Self-Sustainability of Energy Harvesting Systems: Concept, Analysis, and Design

Abstract

Ambient energy harvesting is touted as a low cost solution to prolong the life of low-powered devices, reduce the carbon footprint, and make the system self-sustainable. Most research to date has focused either on the physical aspects of the energy conversion process or on the optimal consumption policies of the harvested energy at the system level. However, although intuitively understood, to the best of our knowledge, the idea of self-sustainability is yet to be systematically studied as a performance metric. In this paper, we provide a mathematical definition of the concept of self-sustainability of an energy harvesting system, based on the complementary idea of eventual energy outage, rather than the usual energy outage. In particular, we analyze a harvest-store-consume system with infinite battery capacity, stochastic energy arrivals, and fixed energy consumption rate.

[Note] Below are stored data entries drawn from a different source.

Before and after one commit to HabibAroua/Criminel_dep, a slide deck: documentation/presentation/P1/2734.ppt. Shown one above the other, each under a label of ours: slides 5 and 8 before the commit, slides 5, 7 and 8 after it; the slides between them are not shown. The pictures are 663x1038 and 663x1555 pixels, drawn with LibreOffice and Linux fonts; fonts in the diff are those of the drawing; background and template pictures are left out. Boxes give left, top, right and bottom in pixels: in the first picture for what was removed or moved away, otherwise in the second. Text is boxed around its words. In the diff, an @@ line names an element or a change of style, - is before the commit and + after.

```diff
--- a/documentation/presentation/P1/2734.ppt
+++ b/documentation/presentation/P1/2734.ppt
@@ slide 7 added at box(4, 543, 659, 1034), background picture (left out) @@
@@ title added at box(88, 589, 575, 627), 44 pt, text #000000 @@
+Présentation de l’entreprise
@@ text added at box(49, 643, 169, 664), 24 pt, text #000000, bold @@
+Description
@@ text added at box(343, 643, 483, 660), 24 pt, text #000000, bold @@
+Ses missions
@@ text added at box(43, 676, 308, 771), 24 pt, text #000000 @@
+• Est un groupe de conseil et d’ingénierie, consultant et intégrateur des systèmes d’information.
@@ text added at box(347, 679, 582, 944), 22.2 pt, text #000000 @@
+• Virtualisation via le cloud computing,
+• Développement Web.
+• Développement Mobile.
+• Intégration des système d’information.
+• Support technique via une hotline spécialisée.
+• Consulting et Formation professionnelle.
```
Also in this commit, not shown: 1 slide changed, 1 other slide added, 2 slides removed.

Using the random walk theory, we identify the necessary condition for the system to be self-sustainable. General formulas are given for the self-sustainability probability in the form of integral equations. Since these integral equations are difficult to solve analytically, an exponential upper bound for eventual energy outage is given using martingales. This bound guarantees that the eventual energy outage can be made arbitrarily small simply by increasing the initial battery energy. We then give an asymptotic formula; and for the special case when the energy arrival follows a Poisson process, we are also able to find an exact formula for the eventual energy outage probability. We also show that the harvest-store-consume system is mathematically equivalent to a GI / ${G}$ /1 queueing system, which allows us to easily find the energy outage probability, in case the necessary condition for self-sustainability is violated. Monte-Carlo simulations verify our analysis.